33

There is a List A with property Developer. Developer schema likes that:

@Getter
@Setter
public class Developer {
    private String name;
    private int age;

    public Developer(String name, int age) {
        this.name = name;
        this.age = age;
    }

    public Developer name(String name) {
        this.name = name;
        return this;
    }

    public Developer name(int age) {
        this.age = age;
        return this;
    }
}

List A with properties:

List<Developer> A = ImmutableList.of(new Developer("Ivan", 25), new Developer("Curry", 28));

It is demanded to convert List A to List B which with property ProductManager and the properties is same as the ones of List A.

@Getter
@Setter
public class ProductManager {
    private String name;
    private int age;

    public ProductManager(String name, int age) {
        this.name = name;
        this.age = age;
    }

    public ProductManager name(String name) {
        this.name = name;
        return this;
    }

    public ProductManager name(int age) {
        this.age = age;
        return this;
    }
}

In the old days, we would write codes like:

public List<ProductManager> convert() {
    List<ProductManager> pros = new ArrayList<>();
    for (Developer dev: A) {
        ProductManager manager = new ProductManager();
        manager.setName(dev.getName());
        manager.setAge(dev.getAge());
        pros.add(manager);
    }
    return pros;
}

How could we write the above in a more elegant and brief manner with Java 8?

Ivan
  • 661
  • 1
  • 8
  • 15
  • 3
    The real question here is why `Developer` and `ProductManager` don't seem to inherit from a common superclass `Person` that encapsulates the `name` and `age`. Before you go upgrading to nifty Java8 bells & whistles, you should probably get the design right. – Jim Garrison Oct 14 '16 at 04:52
  • @JimGarrison Yes, I agree with you, I need to pay more attention to fundamentals. If there are more properties, maybe more than 20, and the constructor can not use directly, how to convert ? – Ivan Oct 14 '16 at 05:48
  • 1
    If `Developer` and `ProductManager` had a common base class, `Person`, defining all common properties, there was no problem defining a constructor with a `Person` parameter in both classes. These constructors would just delegate to the constructor of the `Person` base class which does the work, so it has to be implemented only once.

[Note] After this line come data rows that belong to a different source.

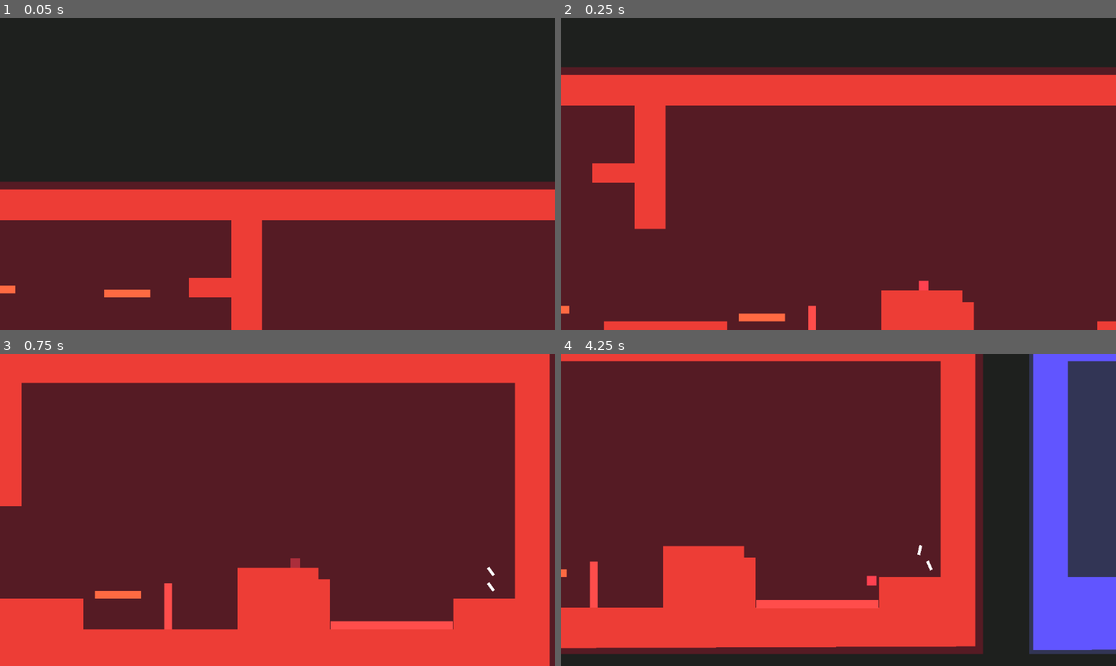
Above: before the commit, frames 1-4 (two rows, left to right).
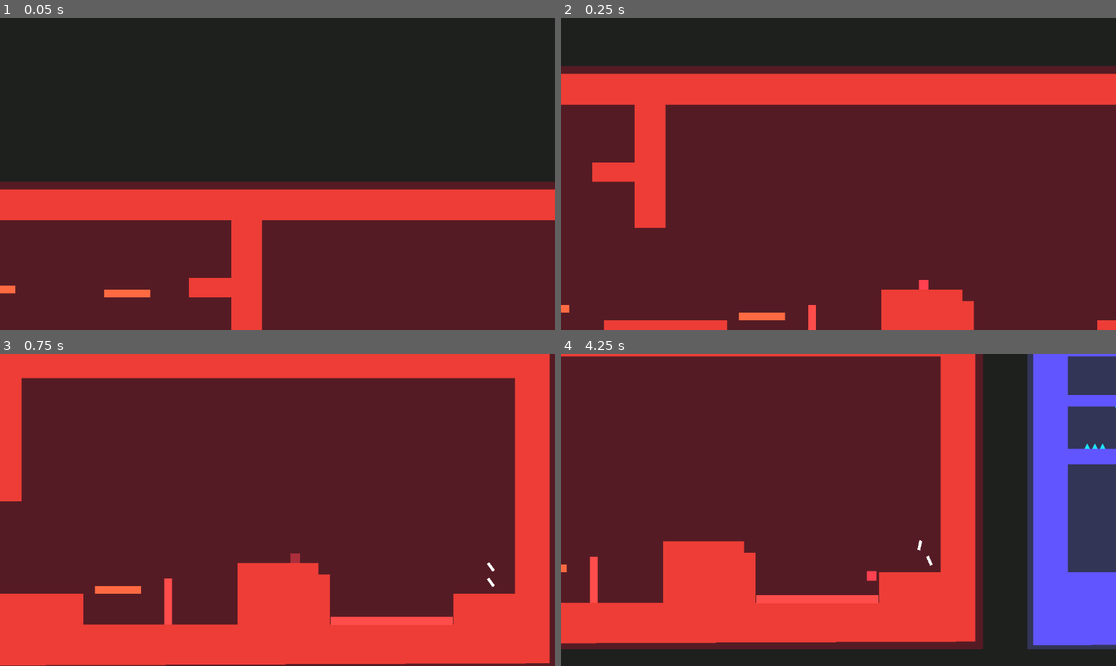
Above: after the commit, the same moments.

Repository: YordanosZt/Jam-Solo-Development
Game: Godot game, scene res://Scenes/world.tscn
Two runs of this game, one before a commit and one after it. Both use one fixed random seed, a clock stepped at 60 frames per second and the inputs below.
Inputs:
- Up to frame 1 (0.05 s): no input
- Up to frame 2 (0.25 s): no input
- Up to frame 3 (0.75 s): hold D (move_right) from 0.53 s (still down); tap Shift (ability) at 0.6 s
- Up to frame 4 (4.25 s): tap Space (jump) at 0.77, 1.52, 3.02, 3.77 s; tap Shift (ability) every 0.75 s from 1.35 to 3.6 s; release D (move_right) at 2.03 s; hold A (move_left) 2.03-2.78 s; hold D (move_right) from 2.78 s (still down)

Frame 1 is identical in both runs. In frame 2, 1.6% of the frame differs, in the area x 0-100%, y 15-98%; in frame 3, 4.1%; in frame 4, 6.8%, in the area x 0-100%, y 0-97%.

Commit message:
ice spikes

Diff:
--- a/Entities/Player/Chick/chick.gd
+++ b/Entities/Player/Chick/chick.gd
@@ -26,5 +26,5 @@
 	add_child(_ice)
 
 
-func _on_hit_box_area_entered(area):
+func _on_hit_box_area_entered(_area):
 	die()
--- a/Entities/Player/Chick/chick.tscn
+++ b/Entities/Player/Chick/chick.tscn
@@ -46,6 +46,7 @@
 collision_mask = 8
 
 [node name="CollisionShape2D" type="CollisionShape2D" parent="HitBox"]
+position = Vector2(0, -10)
 shape = SubResource("RectangleShape2D_4on54")
 
 [connection signal="area_entered" from="HitBox" to="." method="_on_hit_box_area_entered"]
--- a/Entities/Player/Dude/dude.gd
+++ b/Entities/Player/Dude/dude.gd
@@ -38,8 +38,8 @@
 		set_can_fall(true)
 		is_dashing = false
 
-func _on_hit_box_area_entered(area):
+func _on_hit_box_area_entered(_area):
 	is_in_danger_zone = true
 
-func _on_hit_box_area_exited(area):
+func _on_hit_box_area_exited(_area):
 	is_in_danger_zone = false
--- a/Entities/Player/Dude/dude.tscn
+++ b/Entities/Player/Dude/dude.tscn
@@ -14,9 +14,11 @@
 script = ExtResource("1_qk3r2")
 
 [node name="CollisionShape2D" type="CollisionShape2D" parent="."]
+position = Vector2(0, -10)
 shape = SubResource("RectangleShape2D_cwe56")
 
 [node name="Visual" type="Node2D" parent="."]
+position = Vector2(0, -10)
 
 [node name="MeshInstance2D" type="MeshInstance2D" parent="Visual"]
 modulate = Color(1, 0.321569, 0.345098, 1)
@@ -47,6 +49,7 @@
 collision_mask = 8
 
 [node name="CollisionShape2D" type="CollisionShape2D" parent="HitBox"]
+position = Vector2(0, -10)
 shape = SubResource("RectangleShape2D_ry46b")
 
 [connection signal="area_entered" from="HitBox" to="." method="_on_hit_box_area_entered"]
--- a/Entities/Traps/burning_platform.gd
+++ b/Entities/Traps/fire/burning_platform.gd
@@ -8,7 +8,7 @@
 
 var is_active: bool = true
 
-func _on_check_player_body_entered(body):
+func _on_check_player_body_entered(_body):
 	delay.wait_time = die_time
 	delay.start()
 
--- a/Entities/Traps/burning_platform.tscn
+++ b/Entities/Traps/fire/burning_platform.tscn
@@ -1,6 +1,6 @@
 [gd_scene load_steps=9 format=3 uid="uid://bh6llwcvyh62k"]
 
-[ext_resource type="Script" path="res://Entities/Traps/burning_platform.gd" id="1_wffkw"]
+[ext_resource type="Script" path="res://Entities/Traps/fire/burning_platform.gd" id="1_wffkw"]
 
 [sub_resource type="BoxMesh" id="BoxMesh_u4s4o"]
 
--- a/Entities/Traps/spinning_blade.tscn
+++ b/Entities/Traps/fire/spinning_blade.tscn
@@ -1,7 +1,7 @@
 [gd_scene load_steps=5 format=3 uid="uid://ckdflwhi3toxa"]
 
 [ext_resource type="PackedScene" uid="uid://bxorqf7a3cau2" path="res://Reusables/CollisionBoxes/hurt_box.tscn" id="1_6rrbi"]
-[ext_resource type="Script" path="res://Entities/Traps/spinning_blade.gd" id="1_r2011"]
+[ext_resource type="Script" path="res://Entities/Traps/fire/spinning_blade.gd" id="1_r2011"]
 
 [sub_resource type="BoxMesh" id="BoxMesh_lkvit"]
 
--- /dev/null
+++ b/Entities/Traps/ice/ice_spikes.tscn
@@ -0,0 +1,19 @@
+[gd_scene load_steps=3 format=3 uid="uid://cnddv6x2kwfrb"]
+
+[ext_resource type="PackedScene" uid="uid://bxorqf7a3cau2" path="res://Reusables/CollisionBoxes/hurt_box.tscn" id="1_bn6qm"]
+
+[sub_resource type="PrismMesh" id="PrismMesh_7dxdo"]
+
+[node name="IceSpikes" type="Node2D"]
+
+[node name="Visual" type="MeshInstance2D" parent="."]
+modulate = Color(0.121569, 0.894118, 1, 1)
+position = Vector2(2.27374e-13, -6)
+rotation = -3.14159
+scale = Vector2(11.9706, 11.9706)
+mesh = SubResource("PrismMesh_7dxdo")
+
+[node name="HurtBox" parent="." instance=ExtResource("1_bn6qm")]
+
+[node name="CollisionPolygon2D" type="CollisionPolygon2D" parent="HurtBox"]
+polygon = PackedVector2Array(-6, 0, 6, 0, 0, -12)
--- a/Scenes/world.tscn
+++ b/Scenes/world.tscn
@@ -1,33 +1,17 @@
-[gd_scene load_steps=9 format=3 uid="uid://dx2ha3133or8i"]
+[gd_scene load_steps=10 format=3 uid="uid://dx2ha3133or8i"]
 
 [ext_resource type="PackedScene" uid="uid://rotxrpixltxu" path="res://Entities/Player/Chick/chick.tscn" id="1_ymemi"]
 [ext_resource type="PackedScene" uid="uid://nvlvwbbhs63k" path="res://Entities/Player/Dude/dude.tscn" id="2_18qua"]
 [ext_resource type="PackedScene" uid="uid://cqgyr6ikuxj2e" path="res://Entities/Camera/main_camera.tscn" id="3_spg00"]
-[ext_resource type="PackedScene" uid="uid://da4hibxy73358" path="res://Entities/Traps/lava_pit.tscn" id="4_d72v1"]
-[ext_resource type="PackedScene" uid="uid://bgaep105l2454" path="res://Entities/Traps/fire_wall.tscn" id="5_50att"]
-[ext_resource type="PackedScene" uid="uid://bh6llwcvyh62k" path="res://Entities/Traps/burning_platform.tscn" id="6_om4d2"]
-[ext_resource type="PackedScene" uid="uid://ckdflwhi3toxa" path="res://Entities/Traps/spinning_blade.tscn" id="7_spqki"]
+[ext_resource type="PackedScene" uid="uid://da4hibxy73358" path="res://Entities/Traps/fire/lava_pit.tscn" id="4_d72v1"]
+[ext_resource type="PackedScene" uid="uid://bgaep105l2454" path="res://Entities/Traps/fire/fire_wall.tscn" id="5_50att"]
+[ext_resource type="PackedScene" uid="uid://bh6llwcvyh62k" path="res://Entities/Traps/fire/burning_platform.tscn" id="6_om4d2"]
+[ext_resource type="PackedScene" uid="uid://ckdflwhi3toxa" path="res://Entities/Traps/fire/spinning_blade.tscn" id="7_spqki"]
+[ext_resource type="PackedScene" uid="uid://cnddv6x2kwfrb" path="res://Entities/Traps/ice/ice_spikes.tscn" id="8_nnea0"]
 
 [sub_resource type="BoxMesh" id="BoxMesh_6j7tn"]
 
 [node name="World" type="Node2D"]
-
-[node name="ice ground" type="StaticBody2D" parent="."]
-position = Vector2(1288, 0)
-collision_mask = 3
-
-[node name="Polygon2D" type="Polygon2D" parent="ice ground"]
-color = Color(0.363339, 0.293758, 1, 1)
-polygon = PackedVector2Array(64, 0, 1088, 0, 1088, 64, 64, 64, 64, 512, 192, 512, 192, 576, 1088, 576, 1088, 320, 960, 320, 960, 256, 1088, 256, 1088, 0, 1160, 0, 1160, 656, -8, 664, -8, 0)
-
-[node name="CollisionPolygon2D" type="CollisionPolygon2D" parent="ice ground"]
-polygon = PackedVector2Array(64, 0, 1088, 0, 1088, 64, 64, 64, 64, 512, 192, 512, 192, 576, 1088, 576, 1088, 320, 960, 320, 960, 256, 1088, 256, 1088, 0, 1160, 0, 1160, 656, -8, 664, -8, 0)
-
-[node name="MeshInstance2D" type="MeshInstance2D" parent="ice ground"]
-modulate = Color(0.446318, 0.46171, 1, 0.129412)
-position = Vector2(580, 328)
-scale = Vector2(1192, 688)
-mesh = SubResource("BoxMesh_6j7tn")
 
 [node name="Chick" parent="." instance=ExtResource("1_ymemi")]
 position = Vector2(1696, 520)
@@ -96,3 +80,112 @@
 
 [node name="SpinningBlade4" parent="Fire Env" instance=ExtResource("7_spqki")]
 position = Vector2(968, 488)
+
+[node name="Ice Env" type="Node2D" parent="."]
+
+[node name="ice ground" type="StaticBody2D" parent="Ice Env"]
+position = Vector2(1288, 0)
+collision_mask = 3
+
+[node name="Polygon2D" type="Polygon2D" parent="Ice Env/ice ground"]
+color = Color(0.363339, 0.293758, 1, 1)
+polygon = PackedVector2Array(64, 0, 1088, 0, 1088, 64, 64, 64, 64, 144, 312, 144, 312, 96, 440, 96, 440, 144, 696, 144, 696, 168, 416, 168, 416, 128, 336, 128, 336, 168, 64, 168, 64, 256, 352, 256, 352, 240, 400, 240, 400, 256, 824, 256, 824, 288, 64, 288, 64, 512, 192, 512, 192, 576, 1088, 576, 1088, 320, 960, 320, 960, 256, 1088, 256, 1088, 0, 1160, 0, 1160, 656, -8, 664, -8, 0)
+
+[node name="CollisionPolygon2D" type="CollisionPolygon2D" parent="Ice Env/ice ground"]
+polygon = PackedVector2Array(64, 0, 1088, 0, 1088, 64, 64, 64, 64, 144, 312, 144, 312, 96, 440, 96, 440, 144, 696, 144, 696, 168, 416, 168, 416, 128, 336, 128, 336, 168, 64, 168, 64, 256, 352, 256, 352, 240, 400, 240, 400, 256, 824, 256, 824, 288, 64, 288, 64, 512, 192, 512, 192, 576, 1088, 576, 1088, 320, 960, 320, 960, 256, 1088, 256, 1088, 0, 1160, 0, 1160, 656, -8, 664, -8, 0)
+
+[node name="MeshInstance2D" type="MeshInstance2D" parent="Ice Env/ice ground"]
+modulate = Color(0.446318, 0.46171, 1, 0.129412)
+position = Vector2(576, 328)
+scale = Vector2(1192, 688)
+mesh = SubResource("BoxMesh_6j7tn")
+
+[node name="Hazards" type="Node2D" parent="Ice Env"]
+
+[node name="IceSpikes" parent="Ice Env/Hazards" instance=ExtResource("8_nnea0")]
+position = Vector2(2248, 270)
+rotation = -1.57079
+
+[node name="IceSpikes2" parent="Ice Env/Hazards" instance=ExtResource("8_nnea0")]
+position = Vector2(2248, 282)
+rotation = -1.57079
+
+[node name="IceSpikes3" parent="Ice Env/Hazards" instance=ExtResource("8_nnea0")]
+position = Vector2(2248, 294)
+rotation = -1.57079
+
+[node name="IceSpikes5" parent="Ice Env/Hazards" instance=ExtResource("8_nnea0")]
+position = Vector2(1648, 240)
+
+[node name="IceSpikes6" parent="Ice Env/Hazards" instance=ExtResource("8_nnea0")]
+position = Vector2(1664, 240)
+
+[node name="IceSpikes7" parent="Ice Env/Hazards" instance=ExtResource("8_nnea0")]
+position = Vector2(1680, 240)
+
+[node name="IceSpikes8" parent="Ice Env/Hazards" instance=ExtResource("8_nnea0")]
+position = Vector2(1744, 256)
+
+[node name="IceSpikes9" parent="Ice Env/Hazards" instance=ExtResource("8_nnea0")]
+position = Vector2(1760, 256)
+
+[node name="IceSpikes10" parent="Ice Env/Hazards" instance=ExtResource("8_nnea0")]
+position = Vector2(1776, 256)
+
+[node name="IceSpikes14" parent="Ice Env/Hazards" instance=ExtResource("8_nnea0")]
+position = Vector2(1976, 256)
+
+[node name="IceSpikes15" parent="Ice Env/Hazards" instance=ExtResource("8_nnea0")]
+position = Vector2(1992, 256)
+
+[node name="IceSpikes16" parent="Ice Env/Hazards" instance=ExtResource("8_nnea0")]
+position = Vector2(2008, 256)
+
+[node name="IceSpikes23" parent="Ice Env/Hazards" instance=ExtResource("8_nnea0")]
+position = Vector2(2104, 256)
+
+[node name="IceSpikes17" parent="Ice Env/Hazards" instance=ExtResource("8_nnea0")]
+position = Vector2(1856, 168)
+rotation = 3.14159
+
+[node name="IceSpikes18" parent="Ice Env/Hazards" instance=ExtResource("8_nnea0")]
+position = Vector2(1872, 168)
+rotation = 3.14159
+
+[node name="IceSpikes19" parent="Ice Env/Hazards" instance=ExtResource("8_nnea0")]
+position = Vector2(1888, 168)
+rotation = 3.14159
+
+[node name="IceSpikes24" parent="Ice Env/Hazards" instance=ExtResource("8_nnea0")]
+position = Vector2(1392, 256)
+
+[node name="IceSpikes25" parent="Ice Env/Hazards" instance=ExtResource("8_nnea0")]
+position = Vector2(1408, 256)
+
+[node name="IceSpikes26" parent="Ice Env/Hazards" instance=ExtResource("8_nnea0")]
+position = Vector2(1424, 256)
+
+[node name="IceSpikes27" parent="Ice Env/Hazards" instance=ExtResource("8_nnea0")]
+position = Vector2(1528, 256)
+
+[node name="IceSpikes28" parent="Ice Env/Hazards" instance=ExtResource("8_nnea0")]
+position = Vector2(1544, 256)
+
+[node name="IceSpikes29" parent="Ice Env/Hazards" instance=ExtResource("8_nnea0")]
+position = Vector2(1560, 256)
+
+[node name="IceSpikes30" parent="Ice Env/Hazards" instance=ExtResource("8_nnea0")]
+position = Vector2(1456, 168)
+rotation = 3.14159
+
+[node name="IceSpikes31" parent="Ice Env/Hazards" instance=ExtResource("8_nnea0")]
+position = Vector2(1472, 168)
+rotation = 3.14159
+
+[node name="IceSpikes32" parent="Ice Env/Hazards" instance=ExtResource("8_nnea0")]
+position = Vector2(1488, 168)
+rotation = 3.14159
+
+[node name="IceSpikes4" parent="Ice Env/Hazards" instance=ExtResource("8_nnea0")]
+position = Vector2(2248, 306)
+rotation = -1.57079
Renamed: Entities/Traps/fire_wall.tscn -> Entities/Traps/fire/fire_wall.tscn
Renamed: Entities/Traps/lava_pit.tscn -> Entities/Traps/fire/lava_pit.tscn
Renamed: Entities/Traps/spinning_blade.gd -> Entities/Traps/fire/spinning_blade.gd

Note that this is an established pattern, i.e. all standard `Collection` types provide a constructor accepting a `Collection` argument to copy from. – Holger Oct 14 '16 at 08:17

5 Answers5

92

you will have to use something like below :

List<ProductManager> B = A.stream()
        .map(developer -> new ProductManager(developer.getName(), developer.getAge()))
        .collect(Collectors.toList());

// for large # of properties assuming the attributes have similar names //other wise with different names refer this

List<ProductManager> B = A.stream().map(developer -> {
            ProductManager productManager = new ProductManager();
            try {
                PropertyUtils.copyProperties(productManager, developer);
            } catch (Exception ex) {
                ex.printStackTrace();
            }
            return productManager;
        }).collect(Collectors.toList());

        B.forEach(System.out::println);
Ramachandran.A.G
  • 4,788
  • 1
  • 12
  • 24
  • If there are more properties, maybe more than 20, and the constructor can not use directly, how to convert ? – Ivan Oct 14 '16 at 05:49
  • 1
    @Ivan added a sample with PropertyUtils , seems to be a easy way to do it – Ramachandran.A.G Oct 14 '16 at 06:50
  • @Ivan use [Map Struct Java Bean mapping annotation processor](https://www.youtube.com/watch?v=nvjqtWQ5zj8) to convert Bean to DTO / JSON object easily if the entity contains more than 5 or 20 properties. By using [Lombok](https://www.youtube.com/watch?v=tXg9miX0pX0) we can avoid getters and setters in bean / Entity classes. Read this [Guide to MapStruct in Java - Advanced Mapping Library](https://stackabuse.com/guide-to-mapstruct-in-java-advanced-mapping-library/) article also to get idea on MapStruct. – UdayKiran Pulipati Sep 27 '20 at 03:21
8

Probably, like this:

List<ProductManager> B = A.stream()
        .map(developer -> new ProductManager(developer.name, developer.age))
        .collect(Collectors.toList());
Slava
  • 827
  • 5
  • 13
5

If there are more properties, maybe more than 20, and the constructor can not use directly, how to convert ?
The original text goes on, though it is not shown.